Unikernel proponents seem to assume that hardware virtualization will forever be the abstraction of cloud computing. However, hardware virtualization is the wrong abstraction, which is why the industry is beginning to adopt containers. There is no reason why you cannot run a unikernel in UNIX binary mode inside a container, but then it is really just a different way of developing a userland process rather than a unikernel. You definitely could still call it a unikernel. You would get the advantages of modularity that you specified and you would have all of the debuggability and observability that regular applications have today with the tools that we have today. However, that is rather different than the role in which they are intended to operate.

I guess my point is that the unikernel is always going to be the equivalent of a userland process. The question is whether your bare-metal kernel is going to be a traditional one or a hypervisor. They have definite performance advantages over a traditional kernel when your bare metal kernel is a hypervisor, but I believe that is the wrong abstraction when I consider overhead.

>> Try 5, 10, 20 megabyte small.

> OpenWRT/LEDE will happily work on a system with 4MB of storage:

> https://www.lede-project.org

> QNX had a graphical environment, a web browser, a web server, a text editor, image viewer, various games, a package manager, etcetera on a 1.44MB floppy

This is all true, but you skipped the sentence following the one you quoted: "Depending on your needs, you can go down into the kilobyte range - and that's not just the app - that's everything".

A microkernel could go into the kilobyte range too. seL4 is definitely in that range.

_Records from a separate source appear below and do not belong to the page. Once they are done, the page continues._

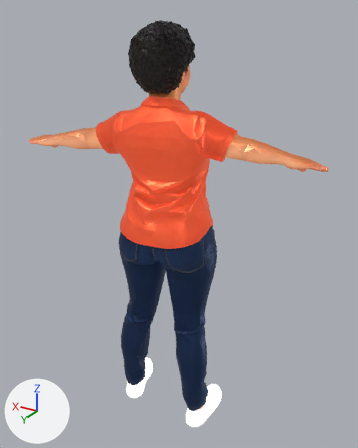
An edit to the glTF model app/public/models/marisol.glb, drawn before and after from the same camera.
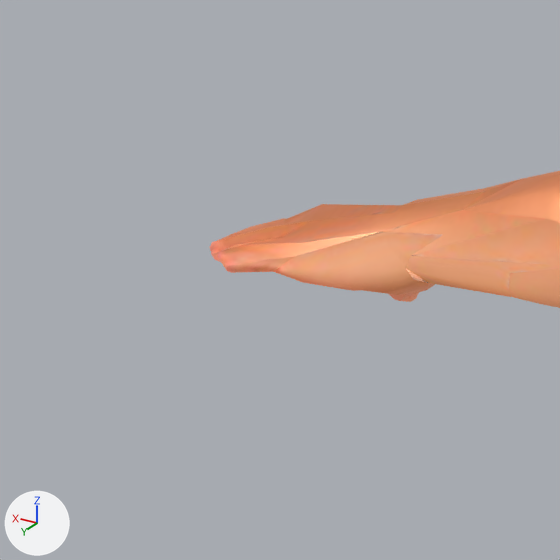
The first picture shows the older version from a 50 mm lens placed at (-1.013, 1.591, 1.73), pointed at (-0.029, -0.048, 0.911). The close-ups show the older and then the newer version on the part from 0% to 21% of the width and 24% to 41% of the height of that picture. Only the edits that show in the close-ups are written down. The axes (+X, +Y, +Z) are drawn at lower left. The lights are the same throughout. Where no turn or scale is listed for an object, it has been applied to the vertices. Vertices at exactly the same position are counted once.

Objects in the first close-up: 'char1'.
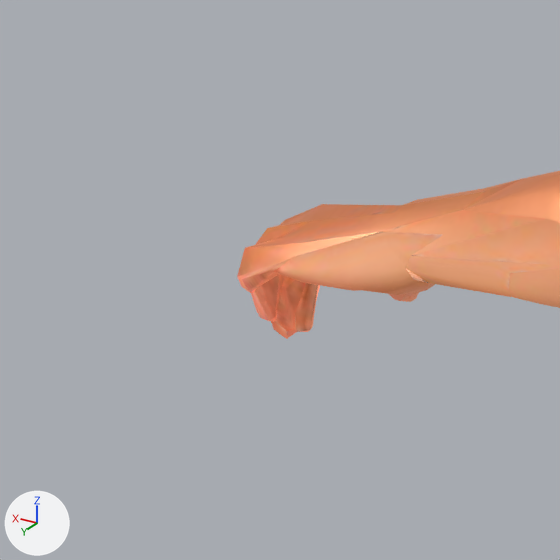
Changed parts and their boxes [x1, y1, x2, y2] in the close-ups (560 x 560 px; the box of a moved part takes in the faces that stretch with it):
'char1', reshaped
    before: [210, 171, 560, 308]
    after: [237, 171, 560, 339]
part 1 of me_char1, moved or reshaped
    before: [210, 218, 295, 273]
    after: [237, 223, 320, 339]

Edits to the bpy script that builds the scene:
```text
Change me_char1:
    used by ob_char1; location = (0.0, 0.0, 0.0)
    remove me_char1.from_pydata(...)  # 6254 vertices, 12503 faces; spans x -0.6..0.6, y -0.17..0.17, z 0.0..1.7
    add me_char1.from_pydata(...)  # 6254 vertices, 12503 faces; spans x -0.58..0.58, y -0.17..0.17, z 0.0..1.7
    me_char1 part 1: 44 of the vertices in x 0.56..0.6, y 0.11..0.16, z 1.21..1.24 are multiplied about their middle by the matrix ((0.092, -0.043, 0.82), (-0.183, 0.687, 0.043), (-1.182, -0.161, 0.746)), then moved by (-0.02, 0.0, -0.03)
    other edits to the shape of me_char1 do not show in these pictures
```

The smallest Linux kernel bzImage that I ever compiled was something like 570KB, so embedded Linux might be able to reach that range too. That would of course include an application. The QNX demo likely could reach such sizes too if most of the things in it were removed. For those that are unaware, QNX is a microkernel based system.
seL4 doesn't provide very much to the programs, does it? I think it closer in spirit to Xen than to the linux kernel?
The Xen hypervisor uses a microkernel architecture. A kernel could implement a userland (e.g. traditional UNIX), a VM interface (e.g. KVM) or nothing at all (e.g. a unikernel). My point is that unikernels do not have a monopoly on small sizes and they are not worth mentioning as an advantage.
No, when your service that's running on 10k machines do not behave as expected, you do not attach a debugger to it nor dump a core.

UNIX is a great OS to share a machine amongst many users and many programs. It's not that great when your app is made of thousands of asynchronous programs. Last decade tools are to be reinvented regardless of microkernels.

An oft-overlooked advantage is the ability to specify a holistic system with a fine-grain of accuracy.

With a monolithic kernel in the way you have to make some black-box concessions.

Any kind of modularity will result in people treating modules as black boxes, even when they are not. If you use a monokernel/hybrid that is OSS, then there might be plenty of code and you might treat it as a black box, but it is not a black box. If you use a microkernel, then the amount of code is likely even less. Microkernels exist that are formally verified and while unikernels cannot be formally verified without formally verifying the application that is a part of them. Formally verifying an application would be awesome, but few would ever do that.